Ouro em Queda Livre em 2026: BTG Vê Oportunidade em Mineradoras Latino-Americanas com Potencial de Alta

Por Vinícius Hoffmann Machado17 jun 20268 min de leitura
Ouro em Queda Livre em 2026: BTG Vê Oportunidade em Mineradoras Latino-Americanas com Potencial de Alta

Resumo

Ouro em Queda Livre em 2026: BTG Vê Oportunidade em Mineradoras Latino-Americanas com Potencial de Alta

O cenário para o ouro em 2026 tem surpreendido até os investidores mais experientes. Após atingir uma máxima histórica de US$ 5.595 por onça no final de janeiro, o metal precioso acumulou uma queda expressiva de cerca de 25% até o início de junho. Para aqueles que veem o ouro como um porto seguro tradicional, essa desvalorização pode parecer contraditória, mas o BTG Pactual enxerga uma janela de oportunidade única.

Segundo os analistas do banco, a recente correção do preço do ouro tem características técnicas e temporárias. Essa volatilidade criou um dos ambientes mais atrativos dos últimos anos para quem busca investir em mineradoras de ouro na América Latina. A análise sugere que, apesar das flutuações de curto prazo, os fundamentos de longo prazo permanecem sólidos.

O que tem levado o ouro a cair tanto em 2026? Diversos fatores macroeconômicos e técnicos explicam o movimento. A resiliência da economia americana, evidenciada por relatórios de emprego acima das expectativas, reduziu as apostas em cortes de juros pelo Federal Reserve. Além disso, a inflação persistente, com índices de preços ao consumidor e produtor acima da meta, reforça a expectativa de juros elevados por mais tempo, o que historicamente prejudica ativos sem rendimento próprio como o ouro.

Valor Econômico

Desvendando os Fatores da Queda do Ouro em 2026

A principal causa por trás da desvalorização do ouro em 2026 foi a forte resiliência da economia dos Estados Unidos. O relatório de emprego, divulgado em 5 de junho, mostrou a criação de vagas acima do esperado pelo mercado. Essa performance robusta diminuiu as expectativas de cortes na taxa de juros pelo Federal Reserve (Fed), impactando diretamente o ouro.

Como consequência direta, o ouro registrou sua maior queda diária em mais de três meses. Naquele pregão específico, os contratos para agosto recuaram 3,1%, encerrando o dia a US$ 4.365 por onça-troy. Ao longo da semana, as perdas acumuladas chegaram a 5%, sinalizando uma pressão vendedora significativa no mercado.

A inflação também continua a ser um fator de pressão sobre as expectativas econômicas. O índice de preços ao consumidor (CPI) atingiu 4,2% em maio, enquanto o núcleo do PCE, indicador preferido pelo Fed, permaneceu em 3,3%, ambos acima da meta de 2%. Adicionalmente, o índice de preços ao produtor (PPI) avançou 6,5%, alimentando os temores de que as taxas de juros permaneçam elevadas por um período prolongado. Historicamente, esse ambiente é desfavorável ao ouro, pois ele não oferece rendimento próprio e perde competitividade frente a títulos públicos americanos com retornos mais atrativos.

O Papel da “Financialização” e o Comportamento do Ouro

O BTG Pactual também destaca um componente técnico que contribuiu para a volatilidade: fundos quantitativos e estratégias de momentum detinham posições compradas elevadas após o forte rali no início do ano. Quando o mercado mudou de direção, a liquidação dessas posições acelerou a correção do preço do ouro.
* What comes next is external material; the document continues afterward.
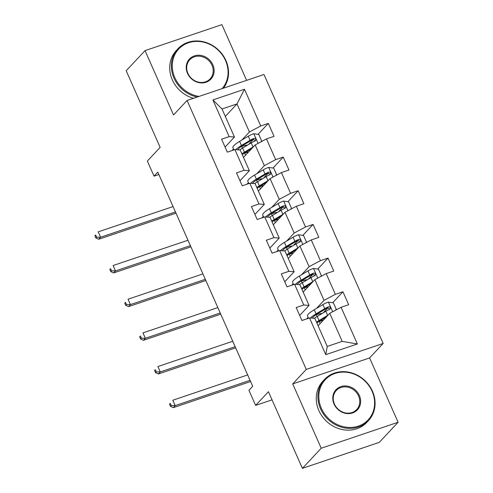 <?xml version="1.0" encoding="UTF-8"?>
<svg xmlns="http://www.w3.org/2000/svg" width="493" height="493" viewBox="0 0 493 493"><rect width="100%" height="100%" fill="white"/><g stroke="black" fill="none" stroke-linecap="round" stroke-linejoin="round"><path stroke-width="0.74" d="M246.599 80.359L221.905 24.65L145.028 50.625L126.196 70.739L160.151 147.37L147.345 161.051L154.044 176.161L158.869 174.528M383.16 343.448L263.971 74.492L187.094 100.461L306.282 369.423L383.16 343.448L369.596 357.936L292.719 383.905L321.226 448.229L398.104 422.261L369.596 357.936M398.104 422.261L379.271 442.375L302.394 468.35L268.432 391.719L255.627 405.4L272.037 399.854M321.226 448.229L302.394 468.35M225.307 116.397L236.985 103.924L222.023 108.984L234.458 137.042L229.159 136.629L221.579 139.192L227.316 152.146L234.902 149.582L244.084 170.307L236.498 172.864L242.236 185.818L249.822 183.254L259.004 203.979L251.424 206.542L257.161 219.49L264.747 216.932L273.929 237.651L266.343 240.214L272.081 253.168L279.667 250.604L288.849 271.329L281.263 273.886L287.006 286.84L294.586 284.276L303.774 305.001L296.188 307.564L301.926 320.512L309.512 317.954L325.774 354.646L357.357 343.978L342.204 341.372L329.768 313.308L318.096 325.781M229.159 136.629L212.902 99.937L244.485 89.264L260.742 125.962L268.328 123.398L258.055 134.367M357.357 343.978L341.094 307.281L348.674 304.717L342.937 291.77L335.357 294.327L326.169 273.609L333.755 271.045L328.018 258.092L320.432 260.655L311.249 239.937L318.835 237.373L313.092 224.42L305.512 226.983L296.324 206.259L303.91 203.695L298.173 190.748L290.587 193.311L281.404 172.587L288.99 170.023L283.247 157.076L275.667 159.633L266.485 138.915L274.065 136.351L268.328 123.398M255.627 405.4L248.934 390.29L252.699 386.265L157.809 172.137L154.044 176.161M234.902 149.582L240.196 149.995L249.378 170.714L239.992 180.746M243.487 157.409L255.158 144.942L264.34 165.66L256.81 173.702M246.968 184.222L248.41 182.675M249.378 170.714L244.084 170.307M266.485 138.915L255.158 144.942M275.667 159.633L264.34 165.66M249.822 183.254L255.121 183.667L264.303 204.392L254.912 214.418M258.406 191.081L270.078 178.614L279.266 199.338L271.735 207.374M261.888 217.894L263.33 216.353M264.303 204.392L259.004 203.979M281.404 172.587L270.078 178.614M290.587 193.311L279.266 199.338M264.747 216.932L270.041 217.339L279.223 238.064L269.837 248.096M273.325 224.759L285.003 212.286L294.185 233.01L286.655 241.052M276.807 251.572L278.255 250.025M279.223 238.064L273.929 237.651M296.324 206.259L285.003 212.286M305.512 226.983L294.185 233.01M279.667 250.604L284.966 251.017L294.148 271.735L284.757 281.768M288.251 258.431L299.923 245.964L309.105 266.682L301.58 274.724M291.733 285.244L293.175 283.697M294.148 271.735L288.849 271.329M311.249 239.937L299.923 245.964M320.432 260.655L309.105 266.682M294.586 284.276L299.886 284.689L309.068 305.413L299.676 315.44M303.17 292.102L314.848 279.636L324.03 300.354L316.5 308.396M306.652 318.916L308.1 317.375M309.068 305.413L303.774 305.001M326.169 273.609L314.848 279.636M335.357 294.327L324.03 300.354M309.512 317.954L314.811 318.361L327.241 346.425L325.774 354.646M341.094 307.281L329.768 313.308M292.719 383.905L306.282 369.423M145.028 50.625L173.536 114.949L187.094 100.461M327.241 346.425L342.204 341.372M234.458 137.042L225.067 147.074M232.043 150.55L233.491 149.003M241.89 140.03L249.421 131.988L236.985 103.924L244.485 89.264M222.023 108.984L212.902 99.937M260.742 125.962L249.421 131.988M308.174 317.541L306.862 318.848M318.583 314.152L317.091 314.528M342.937 291.77L332.67 302.739M327.913 307.817L323.186 312.864M308.371 318.336L308.039 317.591M321.547 320.838L321.208 320.074M293.452 284.664L293.119 283.913L291.942 285.176M303.657 280.474L302.172 280.856M306.621 287.166L306.282 286.402M328.018 258.092L317.745 269.067M312.993 274.145L308.267 279.192M278.527 250.986L278.194 250.241L277.017 251.498M288.738 246.802L287.246 247.184M291.702 253.494L291.363 252.73M313.092 224.42L302.825 235.389M298.068 240.467L293.341 245.52M263.607 217.314L263.274 216.569L262.097 217.826M273.812 213.13L272.327 213.506M276.776 219.823L276.444 219.058M298.173 190.748L287.9 201.717M283.148 206.795L278.422 211.848M248.682 183.642L248.349 182.891L247.172 184.154M258.893 179.452L257.401 179.834M261.857 186.144L261.518 185.38M283.247 157.076L272.98 168.045M268.223 173.123L263.496 178.17M233.762 149.971L233.429 149.219L232.252 150.476M243.967 145.78L242.482 146.162M246.938 152.473L246.599 151.708M253.303 139.445L248.577 144.498M335.382 310.319L336.281 309.321L333.41 302.85L328.295 302.092A6.384 1.257 156.1 0 0 322.897 304.575L314.251 309.746A18.426 3.63 156.1 0 0 307.533 316.093L308.507 318.293M315.945 314.824A15.295 3.013 156.1 0 0 316.229 314.75L320.025 313.782A8.788 1.732 -23.9 0 1 322.293 313.4M328.036 315.163A6.384 1.257 156.1 0 0 327.679 315.366L319.033 320.536A18.426 3.63 156.1 0 0 316.494 322.157M326.261 317.054L320.752 320.351A15.295 3.013 156.1 0 0 316.876 323.026M314.294 318.324A18.426 3.63 -23.9 0 1 317.215 316.438L325.861 311.268A6.384 1.257 -23.9 0 1 329.614 309.413L330.328 308.791L330.304 307.466L329.595 306.831L328.461 306.819A6.384 1.257 156.1 0 0 324.714 308.68L316.062 313.844A18.426 3.63 156.1 0 0 310.38 318.022M312.291 318.17A15.295 3.013 -23.9 0 1 317.788 313.659L326.434 308.489A3.254 0.641 -23.9 0 1 327.377 307.977L329.367 308.612M321.374 320.462L322.04 319.747A5.657 1.115 156.1 0 0 322.28 319.433M325.127 317.732A8.788 1.732 -23.9 0 1 325.195 317.837A8.788 1.732 -23.9 0 1 325.183 318.207M323.088 320.45A8.788 1.732 156.1 0 0 322.995 320.468L319.193 321.442L320.142 323.593M247.677 374.933L172.809 400.23L175.2 405.622L173.314 407.637L250.598 381.527M250.068 380.331L175.2 405.622L171.219 405.523L170.258 403.36L169.506 404.168L170.461 406.324L171.219 405.523M169.506 404.168L170.258 403.36M170.461 406.324L173.314 407.637M321.374 408.34A29.383 26.123 43.1 0 0 358.393 426.112A29.383 26.123 43.1 0 0 372.073 391.214A29.383 26.123 43.1 0 0 335.049 373.441A29.383 26.123 43.1 0 0 321.374 408.34M372.468 391.245A30.104 26.764 -136.9 0 1 368.474 420.591A30.104 26.764 -136.9 0 1 320.524 408.789A30.104 26.764 -136.9 0 1 324.517 379.444A30.104 26.764 -136.9 0 1 372.468 391.245M334.044 404.057A14.691 13.058 -136.9 0 1 340.885 386.611A14.691 13.058 -136.9 0 1 359.397 395.497A14.691 13.058 -136.9 0 1 352.557 412.943A14.691 13.058 -136.9 0 1 334.044 404.057M358.547 395.947A13.97 12.417 43.1 0 0 336.3 390.474A13.97 12.417 43.1 0 0 334.445 404.087A13.97 12.417 43.1 0 0 356.692 409.566A13.97 12.417 43.1 0 0 358.547 395.947M368.474 420.591L366.817 422.359A30.104 26.764 -136.9 0 1 318.866 410.564A30.104 26.764 -136.9 0 1 322.86 381.212L324.517 379.444M222.103 88.635A29.383 26.123 43.1 0 0 225.529 60.516A29.383 26.123 43.1 0 0 188.511 42.749A29.383 26.123 43.1 0 0 174.83 77.647A29.383 26.123 43.1 0 0 199.036 96.431M197.194 97.053A30.104 26.764 -136.9 0 1 173.98 78.097A30.104 26.764 -136.9 0 1 177.979 48.752A30.104 26.764 -136.9 0 1 225.923 60.547A30.104 26.764 -136.9 0 1 223.366 88.21M187.506 73.365A14.691 13.058 -136.9 0 1 194.341 55.912A14.691 13.058 -136.9 0 1 212.853 64.799A14.691 13.058 -136.9 0 1 206.012 82.251A14.691 13.058 -136.9 0 1 187.506 73.365M212.002 65.255A13.97 12.417 43.1 0 0 189.756 59.776A13.97 12.417 43.1 0 0 187.901 73.395A13.97 12.417 43.1 0 0 210.147 78.868A13.97 12.417 43.1 0 0 212.002 65.255M193.472 98.31A30.104 26.764 -136.9 0 1 172.322 79.866A30.104 26.764 -136.9 0 1 176.321 50.52L177.979 48.752M320.462 276.647L321.356 275.649L318.484 269.172L313.375 268.42A6.384 1.257 156.1 0 0 307.971 270.904L299.325 276.074A18.426 3.63 156.1 0 0 292.614 282.421L293.581 284.615M301.026 281.146A15.295 3.013 156.1 0 0 301.303 281.078L305.105 280.104A8.788 1.732 -23.9 0 1 307.373 279.728M313.11 281.485A6.384 1.257 156.1 0 0 312.759 281.694L304.107 286.864A18.426 3.63 156.1 0 0 301.568 288.485M311.336 283.383L305.833 286.673A15.295 3.013 156.1 0 0 301.956 289.354M299.374 284.646A18.426 3.63 -23.9 0 1 302.289 282.76L310.941 277.596A6.384 1.257 -23.9 0 1 314.688 275.735L315.409 275.119L315.384 273.794L314.676 273.153L313.542 273.147A6.384 1.257 156.1 0 0 309.789 275.002L301.143 280.172A18.426 3.63 156.1 0 0 295.455 284.344M297.365 284.492A15.295 3.013 -23.9 0 1 302.862 279.981L311.514 274.817A3.254 0.641 -23.9 0 1 312.457 274.305L314.442 274.934M306.455 286.784L307.121 286.076A5.657 1.115 156.1 0 0 307.361 285.761M310.202 284.06A8.788 1.732 -23.9 0 1 310.276 284.165A8.788 1.732 -23.9 0 1 310.257 284.535M308.162 286.772A8.788 1.732 156.1 0 0 308.07 286.797L304.267 287.77L305.222 289.915M232.751 341.261L157.889 366.552L160.28 371.95L158.395 373.965L235.679 347.855M235.143 346.659L160.28 371.95L156.293 371.845L155.338 369.688L154.586 370.496L155.541 372.653L156.293 371.845M154.586 370.496L155.338 369.688M155.541 372.653L158.395 373.965M305.537 242.975L306.436 241.977L303.565 235.5L298.45 234.748A6.384 1.257 156.1 0 0 293.052 237.225L284.406 242.396A18.426 3.63 156.1 0 0 277.688 248.749L278.662 250.943M286.1 247.474A15.295 3.013 156.1 0 0 286.384 247.406L290.18 246.432A8.788 1.732 -23.9 0 1 292.448 246.05M298.191 247.813A6.384 1.257 156.1 0 0 297.834 248.022L289.188 253.192A18.426 3.63 156.1 0 0 286.649 254.813M296.416 249.711L290.907 253.001A15.295 3.013 156.1 0 0 287.031 255.682M284.449 250.974A18.426 3.63 -23.9 0 1 287.37 249.088L296.016 243.918A6.384 1.257 -23.9 0 1 299.769 242.063L300.483 241.447L300.459 240.122L299.75 239.481L298.616 239.475A6.384 1.257 156.1 0 0 294.869 241.33L286.223 246.5A18.426 3.63 156.1 0 0 280.535 250.672M282.446 250.82A15.295 3.013 -23.9 0 1 287.943 246.309L296.589 241.139A3.254 0.641 -23.9 0 1 297.532 240.633L299.522 241.262M291.529 253.112L292.201 252.398A5.657 1.115 156.1 0 0 292.435 252.089M295.282 250.389A8.788 1.732 -23.9 0 1 295.35 250.487A8.788 1.732 -23.9 0 1 295.338 250.863M293.243 253.1A8.788 1.732 156.1 0 0 293.15 253.125L289.348 254.092L290.297 256.243M217.832 307.589L142.964 332.88L145.355 338.278L143.475 340.287L220.753 314.177M220.223 312.981L145.355 338.278L141.374 338.173L140.419 336.016L139.661 336.818L140.616 338.981L141.374 338.173M139.661 336.818L140.419 336.016M140.616 338.981L143.475 340.287M290.617 209.297L291.511 208.299L288.645 201.828L283.53 201.07A6.384 1.257 156.1 0 0 278.132 203.554L269.48 208.724A18.426 3.63 156.1 0 0 262.769 215.077L263.737 217.271M271.181 213.802A15.295 3.013 156.1 0 0 271.458 213.728L275.26 212.76A8.788 1.732 -23.9 0 1 277.528 212.378M283.272 214.141A6.384 1.257 156.1 0 0 282.914 214.35L274.262 219.514A18.426 3.63 156.1 0 0 271.723 221.135M281.491 216.033L275.988 219.33A15.295 3.013 156.1 0 0 272.111 222.004M269.529 217.302A18.426 3.63 -23.9 0 1 272.444 215.416L281.096 210.246A6.384 1.257 -23.9 0 1 284.843 208.391L285.564 207.769L285.539 206.444L284.831 205.809L283.697 205.797A6.384 1.257 156.1 0 0 279.944 207.658L271.298 212.828A18.426 3.63 156.1 0 0 265.61 217M267.52 217.148A15.295 3.013 -23.9 0 1 273.017 212.637L281.669 207.467A3.254 0.641 -23.9 0 1 282.612 206.955L284.603 207.59M276.61 219.44L277.276 218.726A5.657 1.115 156.1 0 0 277.516 218.411M280.363 216.71A8.788 1.732 -23.9 0 1 280.431 216.815A8.788 1.732 -23.9 0 1 280.412 217.191M278.317 219.428A8.788 1.732 156.1 0 0 278.225 219.447L274.422 220.42L275.377 222.571M202.913 273.911L128.044 299.208L130.435 304.6L128.55 306.615L205.834 280.505M205.304 279.309L130.435 304.6L126.448 304.501L125.493 302.345L124.741 303.146L125.697 305.303L126.448 304.501M124.741 303.146L125.493 302.345M125.697 305.303L128.55 306.615M275.692 175.625L276.591 174.627L273.72 168.15L268.611 167.398A6.384 1.257 156.1 0 0 263.207 169.882L254.561 175.052A18.426 3.63 156.1 0 0 247.843 181.399L248.817 183.593M256.255 180.124A15.295 3.013 156.1 0 0 256.539 180.056L260.341 179.082A8.788 1.732 -23.9 0 1 262.603 178.706M268.346 180.463A6.384 1.257 156.1 0 0 267.989 180.672L259.343 185.843A18.426 3.63 156.1 0 0 256.804 187.463M266.571 182.361L261.062 185.651A15.295 3.013 156.1 0 0 257.186 188.332M254.604 183.63A18.426 3.63 -23.9 0 1 257.525 181.744L266.171 176.574A6.384 1.257 -23.9 0 1 269.924 174.713L270.645 174.097L270.614 172.772L269.911 172.131L268.777 172.125A6.384 1.257 156.1 0 0 265.024 173.98L256.378 179.15A18.426 3.63 156.1 0 0 250.69 183.322M252.601 183.47A15.295 3.013 -23.9 0 1 258.098 178.965L266.744 173.795A3.254 0.641 -23.9 0 1 267.693 173.283L269.677 173.912M261.691 185.762L262.356 185.054A5.657 1.115 156.1 0 0 262.59 184.739M265.505 183.143L265.456 183.026A8.788 1.732 -23.9 0 1 265.505 183.143A8.788 1.732 -23.9 0 1 265.493 183.513M263.398 185.75A8.788 1.732 156.1 0 0 263.305 185.775L259.503 186.748L260.452 188.893M187.987 240.239L113.119 265.53L115.51 270.928L113.63 272.943L190.908 246.833M190.378 245.637L115.51 270.928L111.529 270.823L110.574 268.667L109.816 269.474L110.777 271.631L111.529 270.823M109.816 269.474L110.574 268.667M110.777 271.631L113.63 272.943M260.772 141.953L261.666 140.955L258.8 134.478L253.685 133.726A6.384 1.257 156.1 0 0 248.287 136.21L239.635 141.374A18.426 3.63 156.1 0 0 232.924 147.727L233.898 149.921M241.336 146.452A15.295 3.013 156.1 0 0 241.613 146.384L245.415 145.41A8.788 1.732 -23.9 0 1 247.683 145.028M253.427 146.791A6.384 1.257 156.1 0 0 253.069 147L244.417 152.171A18.426 3.63 156.1 0 0 241.878 153.791M251.652 148.689L246.143 151.98A15.295 3.013 156.1 0 0 242.266 154.66M239.684 149.952A18.426 3.63 -23.9 0 1 242.605 148.066L251.251 142.896A6.384 1.257 -23.9 0 1 254.998 141.041L255.719 140.425L255.694 139.1L254.986 138.459L253.852 138.453A6.384 1.257 156.1 0 0 250.105 140.308L241.453 145.478A18.426 3.63 156.1 0 0 235.771 149.65M237.675 149.798A15.295 3.013 -23.9 0 1 243.178 145.287L251.824 140.117A3.254 0.641 -23.9 0 1 252.767 139.611L254.758 140.24M246.765 152.09L247.431 151.382A5.657 1.115 156.1 0 0 247.671 151.068M250.518 149.367A8.788 1.732 -23.9 0 1 250.586 149.465A8.788 1.732 -23.9 0 1 250.567 149.841M248.472 152.078A8.788 1.732 156.1 0 0 248.38 152.103L244.583 153.076L245.532 155.221M173.068 206.567L98.199 231.858L100.59 237.256L98.705 239.265L175.989 213.161M175.459 211.959L100.59 237.256L96.603 237.151L95.648 234.995L94.896 235.796L95.852 237.959L96.603 237.151M94.896 235.796L95.648 234.995M95.852 237.959L98.705 239.265M321.535 320.814L323.303 320.216M332.695 311.749L328.424 302.11M316.062 313.844L314.251 309.746M316.229 314.75L317.024 316.549M320.025 313.782L320.37 314.552M319.033 320.536L317.215 316.438M324.714 308.68L322.897 304.575M327.679 315.366L325.861 311.268M327.377 307.977L328.461 306.819M306.609 287.136L308.384 286.538M317.775 278.077L313.505 268.438M301.143 280.172L299.325 276.074M301.303 281.078L302.104 282.877M305.105 280.104L305.444 280.874M304.107 286.864L302.289 282.76M309.789 275.002L307.971 270.904M312.759 281.694L310.941 277.596M312.457 274.305L313.542 273.147M291.69 253.464L293.458 252.866M302.85 244.405L298.579 234.767M286.223 246.5L284.406 242.396M286.384 247.406L287.179 249.205M290.18 246.432L290.525 247.203M289.188 253.192L287.37 249.088M294.869 241.33L293.052 237.225M297.834 248.022L296.016 243.918M297.532 240.633L298.616 239.475M276.764 219.792L278.539 219.194M287.93 210.727L283.66 201.089M271.298 212.828L269.48 208.724M271.458 213.728L272.259 215.527M275.26 212.76L275.605 213.531M274.262 219.514L272.444 215.416M279.944 207.658L278.132 203.554M282.914 214.35L281.096 210.246M282.612 206.955L283.697 205.797M261.845 186.12L263.613 185.516M273.005 177.055L268.734 167.417M256.378 179.15L254.561 175.052M256.539 180.056L257.334 181.855M260.341 179.082L260.68 179.853M259.343 185.843L257.525 181.744M265.024 173.98L263.207 169.882M267.989 180.672L266.171 176.574M267.693 173.283L268.777 172.125M246.919 152.442L248.694 151.844M258.085 143.383L253.815 133.745M241.453 145.478L239.635 141.374M241.613 146.384L242.414 148.183M245.415 145.41L245.76 146.181M244.417 152.171L242.605 148.066M250.105 140.308L248.287 136.21M253.069 147L251.251 142.896M252.767 139.611L253.852 138.453"/></g></svg>

Apesar da queda recente, o banco mantém uma visão positiva para o metal no longo prazo. A tese central reside no crescente processo de “financialização” do mercado de ouro. Atualmente, aproximadamente dois terços da demanda global provêm de investidores, enquanto o peso das joias diminuiu consideravelmente. Esse fenômeno explica, em parte, por que o ouro tem apresentado, em determinados momentos, um comportamento semelhante ao de ativos de risco, com maior volatilidade e correlação com outros mercados financeiros.

Apesar da redução da exposição por parte de investidores financeiros, os bancos centrais continuam a expandir suas reservas de ouro. No primeiro trimestre de 2026, as compras líquidas totalizaram 244 toneladas, superando a média histórica trimestral de 157 toneladas nos últimos 15 anos. A China, por exemplo, completou 18 meses consecutivos de compras, intensificando suas aquisições justamente durante a queda dos preços. A Polônia também manteve um ritmo forte de acumulação, demonstrando um interesse contínuo no metal precioso.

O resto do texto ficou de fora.